Please visit the hospitality table on the main concourse of the Richland Hotel by 8:30 a.m. on Feb. 12 to receive your welcome packet. The conference begins at 9 a.m. with the keynote session in the main ballroom. Break-out sessions follow throughout the day and will be detailed in your packet.

Please visit our website (website address here) for further information.

We look forward to seeing you at the summit. If you have any questions, please let me know.

Best regards,

Your name

Your position with company

Your contact information

Another example of an acknowledgement e-mail is one that lets the recipient know you have received some business-related information, such as a job application. In some circumstances, it is polite to let your recipient know that materials have been received, and to let him or her know when you will be taking the next step in a decision process.

These mails can be short and concise. Here is an example:

Subject line: Thank you for your recent application

Dear Mr. Jenkins:

Thank you very much for applying for the marketing director position at IT Resources. My team and I will be reviewing applications this week. If you are selected for an interview, we will contact you on or before Monday, Oct. 10 to set up an appointment.

We appreciate your interest in IT Resources.


Your name

Your position with company

Your contact information

No matter what type of e-mail you are composing, it is important to proofread your content, you subject line and your recipient's address.

To say thank you, or not to say thanks.

There is some disagreement in the business correspondence world as to whether one needs to respond to all business-related e-mails.

Some people argue that a simple "Thank you" e-mail wastes their time. They say that clicking and opening an e-mail only to see one or two words is a waste of their time. Others say that they always appreciate a thank you.

How do you decide whether to acknowledge a business e-mail? First, consider whether the person needs to know that you got the information or not. If there has been a prior miscommunication or a lost attachment, for instance, a quick thank you shows the recipient that all is well at present.

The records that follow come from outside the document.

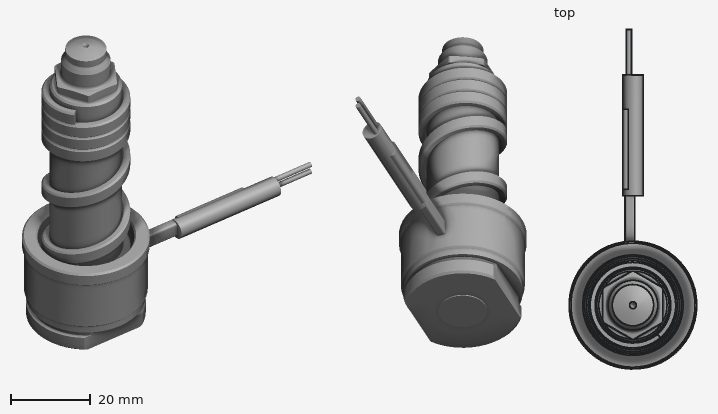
import cadquery as cq
import math

TOTAL_HEIGHT = 86.2
FOOT_RADIUS = 6.1
FOOT_HEIGHT = 0.3
BASE_RADIUS = 15.0
BASE_CHAMFER = 0.5
BASE_TOP = 4.4
NECK_RADIUS = 14.0
NECK_TOP = 6.1
FLAT_HALF_WIDTH = 12.15
BARREL_RADIUS = 15.5
BARREL_BOTTOM = 8.0
BARREL_CHAMFER = BARREL_RADIUS - BASE_RADIUS
RIM_RADIUS = 32.0 / 2
RIM_BOTTOM = 22.15
RIM_TOP = 25.5
RIM_CHAMFER = RIM_RADIUS - BARREL_RADIUS
RECESS_RADIUS = 12.15
RECESS_CHAMFER = 0.4
SEAT_CHAMFER = 0.5

COLUMN_RADIUS = 9.05
COLUMN_TOP = 74.2
COLUMN_CHAMFER = 0.5
NUT_SEAT_RADIUS = 7.0
NUT_BOTTOM = 74.7
NUT_TOP = 77.1
NUT_CORNER_TOP = 76.8
NUT_ACROSS_FLATS = 15.0
NUT_CORNER_RADIUS = 8.5
STEM_RADIUS = 6.2
STEM_TOP = 81.6
STEM_ROOT_FILLET = 0.8
SHOULDER_RADIUS = 5.7
SHOULDER_Z = 82.5
TIP_RADIUS = 5.2
TIP_BOTTOM = 83.3
DOME_BOTTOM = 85.25
DIMPLE_RADIUS = 0.9
DIMPLE_DEPTH = 0.9

WIRE_OUTER_RADIUS = 11.1
WIRE_ROOT_RADIUS = COLUMN_RADIUS - 0.3
WIRE_HEIGHT = 3.8
WIRE_CHAMFER = 0.4
WIRE_ROOT_CHAMFER = WIRE_CHAMFER + COLUMN_RADIUS - WIRE_ROOT_RADIUS
OPEN_PITCH = 18.1
CLOSED_PITCH = 3.9
OPEN_START = -412
OPEN_ANGLE = 576
BLEND_ANGLE = 128
CLOSED_ANGLE = 1098
OPEN_START_Z = 26.2
SPLINE_STEP = 12

CABLE_Z = 14.7
LEAD_END = 85.0 - RIM_RADIUS
LEAD_RADIUS = 0.7
LEAD_SPACING = 2.15
LEAD_X = -1.0
SLEEVE_RADIUS = 2.6
SLEEVE_START = 27.3
SLEEVE_END = 57.6
PAD_HEIGHT = 4.6
PAD_FILLET = 0.95
PAD_START = 29.0
PAD_END = 49.05
RIBBON_X = -0.8
RIBBON_WIDTH = 2.5
RIBBON_HEIGHT = 4.05
RIBBON_FILLET = 0.6
RIBBON_START = RECESS_RADIUS + 0.9


def rise(span, start_pitch, end_pitch):
    """Height gained over an angle while the pitch changes evenly."""
    return (start_pitch + end_pitch) / 2 * span / 360


WINDING = [
    (CLOSED_ANGLE, CLOSED_PITCH, CLOSED_PITCH),
    (BLEND_ANGLE, CLOSED_PITCH, OPEN_PITCH),
    (OPEN_ANGLE, OPEN_PITCH, OPEN_PITCH),
    (BLEND_ANGLE, OPEN_PITCH, CLOSED_PITCH),
    (CLOSED_ANGLE, CLOSED_PITCH, CLOSED_PITCH),
]
SPRING_START = OPEN_START - BLEND_ANGLE - CLOSED_ANGLE
SPRING_START_Z = OPEN_START_Z - rise(*WINDING[0]) - rise(*WINDING[1])
RECESS_FLOOR = SPRING_START_Z - WIRE_HEIGHT / 2


def make_housing():
    """Barrel with a rim and a spring recess at the top and a base with two flats at the bottom.

    The recess floor is a seat whose outer edge is beveled down toward the wall.
    """
    outline = [
        (0, 0),
        (FOOT_RADIUS, 0),
        (FOOT_RADIUS, FOOT_HEIGHT),
        (BASE_RADIUS - BASE_CHAMFER, FOOT_HEIGHT),
        (BASE_RADIUS, FOOT_HEIGHT + BASE_CHAMFER),
        (BASE_RADIUS, BASE_TOP),
        (NECK_RADIUS, BASE_TOP),
        (NECK_RADIUS, NECK_TOP),
        (BASE_RADIUS, NECK_TOP),
        (BASE_RADIUS, BARREL_BOTTOM),
        (BARREL_RADIUS, BARREL_BOTTOM + BARREL_CHAMFER),
        (BARREL_RADIUS, RIM_BOTTOM - RIM_CHAMFER),
        (RIM_RADIUS, RIM_BOTTOM),
        (RIM_RADIUS, RIM_TOP - RIM_CHAMFER),
        (BARREL_RADIUS, RIM_TOP),
        (RECESS_RADIUS + RECESS_CHAMFER, RIM_TOP),
        (RECESS_RADIUS, RIM_TOP - RECESS_CHAMFER),
        (RECESS_RADIUS, RECESS_FLOOR - SEAT_CHAMFER),
        (RECESS_RADIUS - SEAT_CHAMFER, RECESS_FLOOR),
        (0, RECESS_FLOOR),
    ]
    housing = cq.Workplane("XZ").polyline(outline).close().revolve(360, (0, 0), (0, 1))
    flat_depth = RIM_RADIUS - FLAT_HALF_WIDTH
    for side in (-1, 1):
        housing = housing.cut(
            cq.Workplane("XY")
            .center(side * (FLAT_HALF_WIDTH + flat_depth / 2), 0)
            .rect(flat_depth, 2 * RIM_RADIUS)
            .extrude(NECK_TOP)
        )
    return housing


def make_column():
    """Column from the recess floor to the domed tip, with a conical dimple on top."""
    edge_drop = TOTAL_HEIGHT - DOME_BOTTOM
    sphere_drop = (TIP_RADIUS**2 - DIMPLE_RADIUS**2 - edge_drop**2) / (2 * edge_drop)
    sphere_center_z = DOME_BOTTOM - sphere_drop
    sphere_radius = math.hypot(TIP_RADIUS, sphere_drop)
    dome_mid_radius = (TIP_RADIUS + DIMPLE_RADIUS) / 2
    dome_mid_z = sphere_center_z + math.sqrt(sphere_radius**2 - dome_mid_radius**2)
    return (
        cq.Workplane("XZ")
        .moveTo(0, RECESS_FLOOR)
        .lineTo(COLUMN_RADIUS, RECESS_FLOOR)
        .lineTo(COLUMN_RADIUS, COLUMN_TOP - COLUMN_CHAMFER)
        .lineTo(COLUMN_RADIUS - COLUMN_CHAMFER, COLUMN_TOP)
        .lineTo(NUT_SEAT_RADIUS, COLUMN_TOP)
        .lineTo(NUT_SEAT_RADIUS, NUT_TOP)
        .radiusArc((STEM_RADIUS, NUT_TOP + STEM_ROOT_FILLET), STEM_ROOT_FILLET)
        .lineTo(STEM_RADIUS, STEM_TOP)
        .lineTo(SHOULDER_RADIUS, SHOULDER_Z)
        .lineTo(TIP_RADIUS, TIP_BOTTOM)
        .lineTo(TIP_RADIUS, DOME_BOTTOM)
        .threePointArc((dome_mid_radius, dome_mid_z), (DIMPLE_RADIUS, TOTAL_HEIGHT))
        .lineTo(0, TOTAL_HEIGHT - DIMPLE_DEPTH)
        .close()
        .revolve(360, (0, 0), (0, 1))
    )


def make_nut():
    """Hexagon nut with corners toward +Y and -Y, rounded off to a circle, its top sloping outward."""
    height = NUT_TOP - NUT_BOTTOM
    plane = cq.Workplane("XY", origin=(0, 0, NUT_BOTTOM))
    hexagon = plane.polygon(6, NUT_ACROSS_FLATS, circumscribed=True).extrude(height)
    envelope = (
        cq.Workplane("XZ")
        .polyline([
            (0, NUT_BOTTOM),
            (NUT_CORNER_RADIUS, NUT_BOTTOM),
            (NUT_CORNER_RADIUS, NUT_CORNER_TOP),
            (NUT_SEAT_RADIUS, NUT_TOP),
            (0, NUT_TOP),
        ])
        .close()
        .revolve(360, (0, 0), (0, 1))
    )
    return hexagon.intersect(envelope)


def spring_section(start_angle, start_z, span, start_pitch, end_pitch):
    """Wire coiled over an angle while its pitch changes evenly."""

    def helix_edge(radius, offset):
        def point(t):
            angle = math.radians(start_angle + span * t)
            pitch_here = start_pitch + (end_pitch - start_pitch) * t
            z = start_z + offset + rise(span * t, start_pitch, pitch_here)
            return (radius * math.cos(angle), radius * math.sin(angle), z)

        steps = math.ceil(span / SPLINE_STEP)
        return cq.Workplane("XY").parametricCurve(point, N=steps, makeWire=False).val()

    half = WIRE_HEIGHT / 2
    upper_corners = [
        (WIRE_ROOT_RADIUS, half - WIRE_ROOT_CHAMFER),
        (WIRE_ROOT_RADIUS + WIRE_ROOT_CHAMFER, half),
        (WIRE_OUTER_RADIUS - WIRE_CHAMFER, half),
        (WIRE_OUTER_RADIUS, half - WIRE_CHAMFER),
    ]
    lower_corners = [(radius, -offset) for radius, offset in reversed(upper_corners)]
    corners = upper_corners + lower_corners
    edges = [helix_edge(radius, offset) for radius, offset in corners]
    faces = [cq.Face.makeRuledSurface(edge, after) for edge, after in zip(edges, edges[1:] + edges[:1])]
    for end in (0, 1):
        rim = cq.Wire.makePolygon([edge.positionAt(end) for edge in edges], close=True)
        faces.append(cq.Face.makeFromWires(rim))
    return cq.Solid.makeSolid(cq.Shell.makeShell(faces))


def make_spring():
    """All winding sections from bottom to top."""
    angle = SPRING_START
    z = SPRING_START_Z
    sections = []
    for span, start_pitch, end_pitch in WINDING:
        sections.append(spring_section(angle, z, span, start_pitch, end_pitch))
        angle += span
        z += rise(span, start_pitch, end_pitch)
    return sections


def along_cable(x, start):
    """Sketch plane across the cable; negative extrusions run toward +Y."""
    return cq.Workplane("XZ", origin=(x, start, CABLE_Z))


def make_cable():
    """Flat ribbon into a round sleeve with a side pad, and two bare leads out of its end."""
    ribbon = (
        along_cable(RIBBON_X, RIBBON_START)
        .rect(RIBBON_WIDTH, RIBBON_HEIGHT)
        .extrude(RIBBON_START - SLEEVE_END)
        .edges("|Y")
        .fillet(RIBBON_FILLET)
    )
    sleeve = along_cable(0, SLEEVE_START).circle(SLEEVE_RADIUS).extrude(SLEEVE_START - SLEEVE_END)
    pad = (
        along_cable(-SLEEVE_RADIUS / 2, PAD_START)
        .rect(SLEEVE_RADIUS, PAD_HEIGHT)
        .extrude(PAD_START - PAD_END)
        .edges("|Y and <X")
        .fillet(PAD_FILLET)
    )
    leads = (
        along_cable(LEAD_X, PAD_END)
        .pushPoints([(0, -LEAD_SPACING / 2), (0, LEAD_SPACING / 2)])
        .circle(LEAD_RADIUS)
        .extrude(PAD_END - LEAD_END)
    )
    return ribbon.union(sleeve).union(pad).union(leads)


result = make_housing().union(make_column()).union(make_nut()).union(make_cable())
for section in make_spring():
    result = result.union(cq.Workplane(section))

Since many of your recipients are inundated with e-mails, it adds a courteous touch to say what you are thankful for. Instead of just typing, "Thanks" when you got that previously missing attachment, consider writing, "Thanks. I got the attachment fine this time."

Another time to send a thank you acknowledgement is when someone has gone out of his or her way to meet your needs. An acknowledgement in this situation just makes good sense. Think of these acknowledgments as a way of conveying sincere appreciation, rather than just a quick thanks.

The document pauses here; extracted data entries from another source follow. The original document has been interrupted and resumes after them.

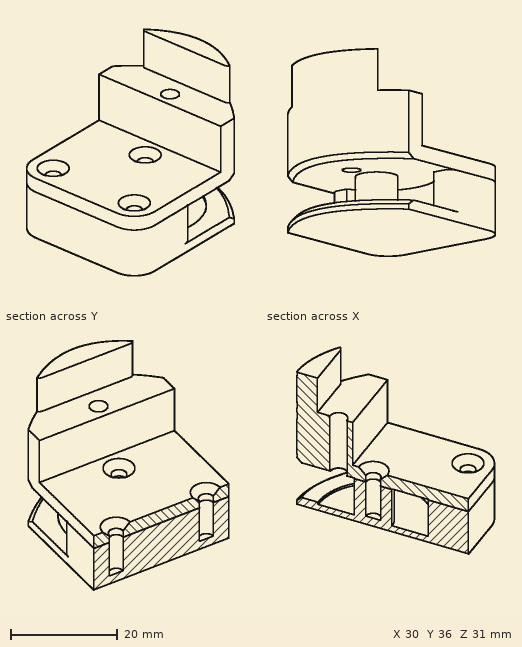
import cadquery as cq

WIDTH = 30.0
LENGTH = 36.0
HALF_WIDTH = WIDTH / 2
CORNER_RADIUS = 5.0
NOSE_LENGTH = 7.75
NOSE_START_Y = LENGTH - NOSE_LENGTH
NOSE_CHAMFER = 1.0

FLOOR_TOP = 2.0
PARTING_Z = 10.0
PLATE_TOP = 13.0
STEP_TOP = 23.0
LIP_TOP = 31.0

WHEEL_Y = 20.0
WHEEL_SPACE_DIAMETER = 23.0
WHEEL_RECESS_DEPTH = 0.5
HUB_DIAMETER = 8.0
BLOCK_LENGTH = 16.0
BLOCK_END_RADIUS = 2.0

STEP_FRONT_Y = 24.25
LIP_FRONT_Y = 31.6
LIP_WIDTH = 21.5
LIP_CORNER_RADIUS = 1.0

SCREW_DIAMETER = 3.0
SCREW_HEAD_DIAMETER = 6.0
COUNTERSINK_ANGLE = 90.0
FRONT_SCREW_X = 10.0
FRONT_SCREW_Y = 5.0
SCREW_POINTS = [
    (0, WHEEL_Y),
    (-FRONT_SCREW_X, FRONT_SCREW_Y),
    (FRONT_SCREW_X, FRONT_SCREW_Y),
]

STEP_HOLE_DIAMETER = 3.5
STEP_HOLE_Y = 27.25


def footprint_slab(bottom, top):
    """Slab with the full footprint between two heights."""
    nose_control = (0, NOSE_START_Y + 2 * NOSE_LENGTH)
    return (
        cq.Workplane("XY", origin=(0, 0, bottom))
        .moveTo(-HALF_WIDTH, NOSE_START_Y)
        .lineTo(-HALF_WIDTH, 0)
        .lineTo(HALF_WIDTH, 0)
        .lineTo(HALF_WIDTH, NOSE_START_Y)
        .bezier([nose_control, (-HALF_WIDTH, NOSE_START_Y)], includeCurrent=True)
        .close()
        .extrude(top - bottom)
        .edges("|Z and <Y")
        .fillet(CORNER_RADIUS)
    )


def full_width_box(front, back, bottom, top):
    """Box across the full width between two Y positions and two heights."""
    return (
        cq.Workplane("XY", origin=(0, front, bottom))
        .rect(WIDTH, back - front, centered=(True, False))
        .extrude(top - bottom)
    )


def cylinder(diameter, y, bottom, top):
    """Vertical cylinder on the centre line."""
    return cq.Workplane("XY", origin=(0, y, bottom)).circle(diameter / 2).extrude(top - bottom)


def make_base():
    """Floor, rear-opening wheel space, hub and blind screw holes."""
    base = footprint_slab(0, FLOOR_TOP).faces(">Z").edges(">Y").chamfer(NOSE_CHAMFER)

    block = footprint_slab(0, PARTING_Z).intersect(full_width_box(0, BLOCK_LENGTH, 0, PARTING_Z))
    block = block.edges("|Z and >Y").fillet(BLOCK_END_RADIUS)
    wheel_floor = FLOOR_TOP - WHEEL_RECESS_DEPTH
    base = base.union(block).cut(cylinder(WHEEL_SPACE_DIAMETER, WHEEL_Y, wheel_floor, PARTING_Z))

    base = base.union(cylinder(HUB_DIAMETER, WHEEL_Y, wheel_floor, PARTING_Z))

    screw_holes = (
        cq.Workplane("XY", origin=(0, 0, FLOOR_TOP))
        .pushPoints(SCREW_POINTS)
        .circle(SCREW_DIAMETER / 2)
        .extrude(PARTING_Z - FLOOR_TOP)
    )
    return base.cut(screw_holes)


def make_lip():
    """Upright lip: the nose area cut straight across at the front, with rounded front corners."""
    lip_block = (
        cq.Workplane("XY", origin=(0, LIP_FRONT_Y, STEP_TOP))
        .rect(LIP_WIDTH, LENGTH - LIP_FRONT_Y, centered=(True, False))
        .extrude(LIP_TOP - STEP_TOP)
        .edges("|Z and <Y")
        .fillet(LIP_CORNER_RADIUS)
    )
    return footprint_slab(STEP_TOP, LIP_TOP).intersect(lip_block)


def make_cover():
    """Plate with raised step, lip, countersunk screw holes and the hole through the step."""
    cover = footprint_slab(PARTING_Z, STEP_TOP)
    cover = cover.cut(full_width_box(0, STEP_FRONT_Y, PLATE_TOP, STEP_TOP))
    cover = cover.faces("<Z").edges(">Y").chamfer(NOSE_CHAMFER)
    cover = cover.union(make_lip())

    cover = cover.cut(cylinder(STEP_HOLE_DIAMETER, STEP_HOLE_Y, PARTING_Z, STEP_TOP))
    return (
        cover.copyWorkplane(cq.Workplane("XY", origin=(0, 0, PLATE_TOP)))
        .pushPoints(SCREW_POINTS)
        .cskHole(SCREW_DIAMETER, SCREW_HEAD_DIAMETER, COUNTERSINK_ANGLE, PLATE_TOP - PARTING_Z)
    )


base = make_base()
cover = make_cover()

result = cq.Compound.makeCompound([base.val(), cover.val()])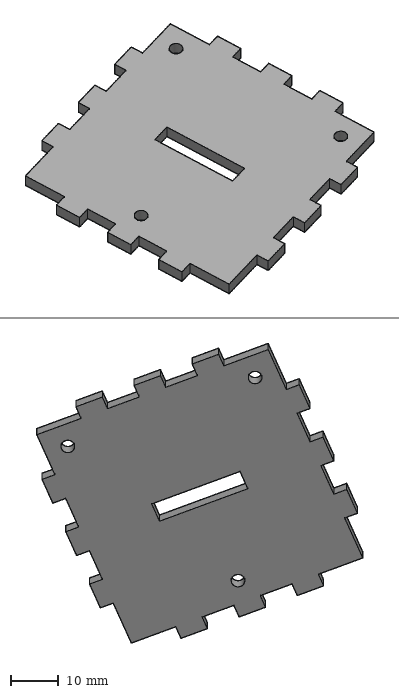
import cadquery as cq

overall_size = 58.0
thickness = 3.0

tab_depth = 2.9
tab_width = 6.0
tab_pitch = 13.1
body_size = overall_size - 2 * tab_depth

slot_length = 19.9
slot_width = 4.3

hole_diameter = 2.85
hole_offset = 21.1
hole_centers = [
    (-hole_offset, hole_offset),
    (hole_offset, hole_offset),
    (0, -hole_offset),
]


def make_tabbed_plate():
    """Square plate with bars across it whose ends form the edge tabs."""
    plate = cq.Workplane("XY").box(body_size, body_size, thickness)
    for offset in (-tab_pitch, 0, tab_pitch):
        bar_along_x = cq.Workplane("XY").center(0, offset).box(overall_size, tab_width, thickness)
        bar_along_y = cq.Workplane("XY").center(offset, 0).box(tab_width, overall_size, thickness)
        plate = plate.union(bar_along_x).union(bar_along_y)
    return plate.clean()


def cut_slot(plate):
    return plate.faces(">Z").workplane(origin=(0, 0, 0)).rect(slot_length, slot_width).cutThruAll()


def drill_holes(plate):
    top = plate.faces(">Z").workplane(origin=(0, 0, 0))
    return top.pushPoints(hole_centers).hole(hole_diameter)


result = drill_holes(cut_slot(make_tabbed_plate()))

Once again, it is courteous to be specific, but brief, in these cases. Here are a few examples:

Thanks for responding so quickly to my request for more information.

Thank you so much. I appreciate your flexibility

This information is just what I needed. Thank you!

Thank you for letting me know about the date change. I'll see you next Wednesday.

In today's culture, many of us have sacrificed courtesy for speed. Yes, we are all busy and do not want to waste our time reading needless e-mails. However, the other side to this coin is that we have lost some of the basics of business and personal etiquette.

A well-written acknowledgement e-mail demonstrates that you value a customer's business. It shows that you value someone's efforts. An acknowledgement e-mail also reflects well on you, the sender, and your place of business.